══ DATA FOR REVIEW ══

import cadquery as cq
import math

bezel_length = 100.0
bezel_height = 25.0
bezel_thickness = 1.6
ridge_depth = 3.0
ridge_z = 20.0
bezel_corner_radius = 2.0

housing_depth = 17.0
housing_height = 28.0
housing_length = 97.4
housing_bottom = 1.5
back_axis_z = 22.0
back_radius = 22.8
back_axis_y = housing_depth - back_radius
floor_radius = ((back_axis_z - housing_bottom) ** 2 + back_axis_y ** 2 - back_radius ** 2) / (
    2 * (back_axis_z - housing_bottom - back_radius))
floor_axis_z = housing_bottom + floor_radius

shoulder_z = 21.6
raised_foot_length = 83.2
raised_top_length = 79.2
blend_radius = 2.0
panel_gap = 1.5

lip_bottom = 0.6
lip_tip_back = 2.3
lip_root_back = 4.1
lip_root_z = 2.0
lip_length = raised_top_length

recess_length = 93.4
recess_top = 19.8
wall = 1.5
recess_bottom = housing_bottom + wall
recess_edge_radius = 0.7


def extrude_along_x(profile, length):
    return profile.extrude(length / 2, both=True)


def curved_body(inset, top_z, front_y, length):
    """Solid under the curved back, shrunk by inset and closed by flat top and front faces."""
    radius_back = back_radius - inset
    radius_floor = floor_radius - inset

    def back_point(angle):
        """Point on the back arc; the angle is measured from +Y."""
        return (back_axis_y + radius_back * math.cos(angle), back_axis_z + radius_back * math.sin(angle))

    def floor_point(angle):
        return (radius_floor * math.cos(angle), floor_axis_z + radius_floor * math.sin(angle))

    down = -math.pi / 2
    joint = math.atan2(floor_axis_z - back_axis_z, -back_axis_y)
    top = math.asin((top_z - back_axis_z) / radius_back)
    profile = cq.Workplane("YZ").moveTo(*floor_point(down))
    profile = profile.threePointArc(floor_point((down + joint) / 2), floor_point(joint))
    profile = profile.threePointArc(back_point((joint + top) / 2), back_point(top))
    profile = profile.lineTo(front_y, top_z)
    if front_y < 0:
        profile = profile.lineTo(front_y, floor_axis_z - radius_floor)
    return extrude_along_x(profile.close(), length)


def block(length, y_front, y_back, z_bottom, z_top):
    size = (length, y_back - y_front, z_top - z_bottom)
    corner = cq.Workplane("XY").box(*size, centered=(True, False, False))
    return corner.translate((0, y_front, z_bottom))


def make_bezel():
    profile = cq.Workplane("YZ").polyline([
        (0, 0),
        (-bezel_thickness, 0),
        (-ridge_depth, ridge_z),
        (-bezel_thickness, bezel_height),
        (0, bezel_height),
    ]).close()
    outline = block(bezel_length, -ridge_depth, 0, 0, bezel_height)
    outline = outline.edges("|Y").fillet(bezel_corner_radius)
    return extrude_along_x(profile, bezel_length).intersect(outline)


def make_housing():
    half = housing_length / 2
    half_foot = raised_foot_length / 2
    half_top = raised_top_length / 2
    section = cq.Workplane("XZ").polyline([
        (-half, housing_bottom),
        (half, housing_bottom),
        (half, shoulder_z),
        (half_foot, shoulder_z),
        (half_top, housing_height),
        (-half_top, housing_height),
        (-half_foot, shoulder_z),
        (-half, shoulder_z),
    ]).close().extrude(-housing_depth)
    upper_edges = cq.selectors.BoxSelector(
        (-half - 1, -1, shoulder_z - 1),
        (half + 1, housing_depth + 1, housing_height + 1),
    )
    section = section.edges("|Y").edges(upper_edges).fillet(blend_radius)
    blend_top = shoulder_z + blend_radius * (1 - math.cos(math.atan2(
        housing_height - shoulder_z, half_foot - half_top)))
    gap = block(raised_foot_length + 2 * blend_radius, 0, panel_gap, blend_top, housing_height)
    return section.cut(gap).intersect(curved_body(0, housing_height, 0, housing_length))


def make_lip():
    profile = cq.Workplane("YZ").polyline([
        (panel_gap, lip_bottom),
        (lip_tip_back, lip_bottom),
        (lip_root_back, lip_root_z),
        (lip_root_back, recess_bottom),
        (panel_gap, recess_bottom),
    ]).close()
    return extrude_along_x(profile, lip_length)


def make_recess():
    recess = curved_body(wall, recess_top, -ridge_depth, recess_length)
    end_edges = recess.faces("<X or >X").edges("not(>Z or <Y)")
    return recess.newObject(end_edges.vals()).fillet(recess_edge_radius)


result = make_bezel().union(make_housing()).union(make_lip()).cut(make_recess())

═══

▶ _WHAT IS EXPECTED_: From the first line above through the line that contains "blend_radius = 2.0", quote each line exactly. Output nothing more.

▶ _RESPONSE TO THIS TASK_:
import cadquery as cq
import math

bezel_length = 100.0
bezel_height = 25.0
bezel_thickness = 1.6
ridge_depth = 3.0
ridge_z = 20.0
bezel_corner_radius = 2.0

housing_depth = 17.0
housing_height = 28.0
housing_length = 97.4
housing_bottom = 1.5
back_axis_z = 22.0
back_radius = 22.8
back_axis_y = housing_depth - back_radius
floor_radius = ((back_axis_z - housing_bottom) ** 2 + back_axis_y ** 2 - back_radius ** 2) / (
    2 * (back_axis_z - housing_bottom - back_radius))
floor_axis_z = housing_bottom + floor_radius

shoulder_z = 21.6
raised_foot_length = 83.2
raised_top_length = 79.2
blend_radius = 2.0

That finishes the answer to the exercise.